What an excellent point. If it is addressed in the book, I don't remember.

If we actually accept that expansion increase in entropy, I do not know what could possibly compete with this.

sebastialonso|2 years ago

I'll thank this recommendation by recommending The Gramatical Man: Information, Entropy, Language and Life by Jeremy Campbell.

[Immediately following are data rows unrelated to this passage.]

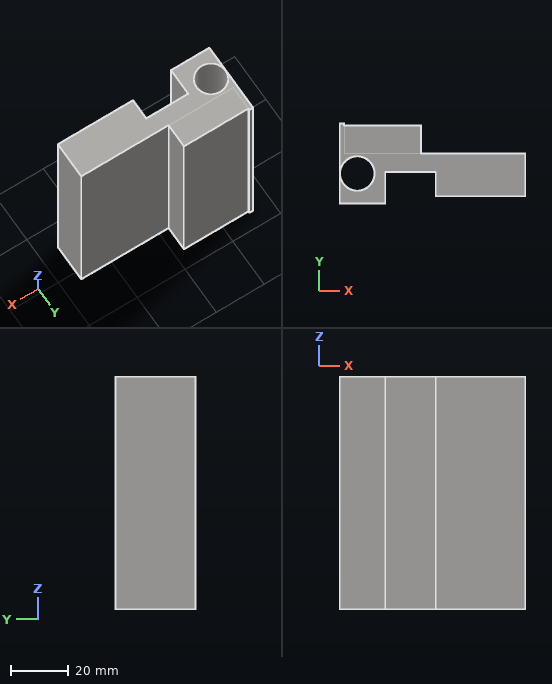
import cadquery as cq

width = 65.0
depth = 28.0
height = 81.5

post_width = 16.05
groove_end = 33.6
groove_floor = 11.0
block_front = 2.5
plate_back = 17.5

lip_thickness = 1.55

bar_length = 27.0
bar_depth = 9.9

hole_diameter = 12.0
hole_x = 6.2
hole_y = 10.5


def make_body():
    """Constant section: post, grooved plate and lip, extruded along Z."""
    outline = [
        (0, 0),
        (post_width, 0),
        (post_width, groove_floor),
        (groove_end, groove_floor),
        (groove_end, block_front),
        (width, block_front),
        (width, plate_back),
        (lip_thickness, plate_back),
        (lip_thickness, depth),
        (0, depth),
    ]
    return cq.Workplane("XY").polyline(outline).close().extrude(height)


def make_bar():
    """Full-height bar behind the plate, flush with the body at both ends."""
    return (
        cq.Workplane("XY")
        .box(bar_length, bar_depth, height, centered=False)
        .translate((lip_thickness, plate_back, 0))
    )


def make_hole():
    """Cylinder that removes the full-height hole."""
    return cq.Workplane("XY").center(hole_x, hole_y).circle(hole_diameter / 2).extrude(height)


result = make_body().cut(make_hole()).union(make_bar(), clean=False)

More or less same topics.

MeteorMarc|2 years ago

Did not read your suggestion yet, but the same concept is explained in "Every life is on fire" by Jeremy England.

exclipy|2 years ago

> The author argues in that life is very likely because it is the most efficient way to increase entropy in the universe

Why does the universe favour things that efficiently increase entropy?

amelius|2 years ago

> The author argues in that life is very likely because it is the most efficient way to increase entropy in the universe.

Shouldn't that be: to /decrease/ entropy locally?

rewgs|2 years ago

A decrease locally, yes, but an increase overall.

A life form is definitely something I'd consider to be highly organized, i.e. low entropy, but that order is maintained via a greater relative increase of entropy by destroying and consuming other "instances" of low entropy (plants, animals, etc) for nutrition, which are they themselves sustained by disproportionate increases of entropy (consuming of other organisms, the sun doing its thing, etc).

So, as a life form tends to fight for its own survival -- survival being "just" a process of increasing entropy every else but the life form itself -- it is indeed an extremely efficient way of increasing entropy in the universe, in that is requires only a single point of decrease in order to cause a theoretically infinite instances of increase.

I suddenly feel an awful lot like a cow on my way to the slaughter indeed, and have the urge to go play Dark Souls.

amelius|2 years ago

So the swirl in the bathtub is alive according to this theory?

passion__desire|2 years ago

How generic is computation?

Computers made of water, wind and wood... may be bubbling, sighing or quietly growing without our suspicion that such activities are tantamount to a turmoil of computation whose best description is itself. -- A. K. Dewdney, Computer Recreations [0]

[0] https://youtu.be/lWDTv4c_ITo?t=3731

ethanbond|2 years ago

I don’t think that’s what they’re saying. They’re saying both a bathtub’s whirlpool and an organism’s energy consumption are examples of methods to increase entropy and both of them may emerge specifically because of the universe’s general tendency toward higher entropy.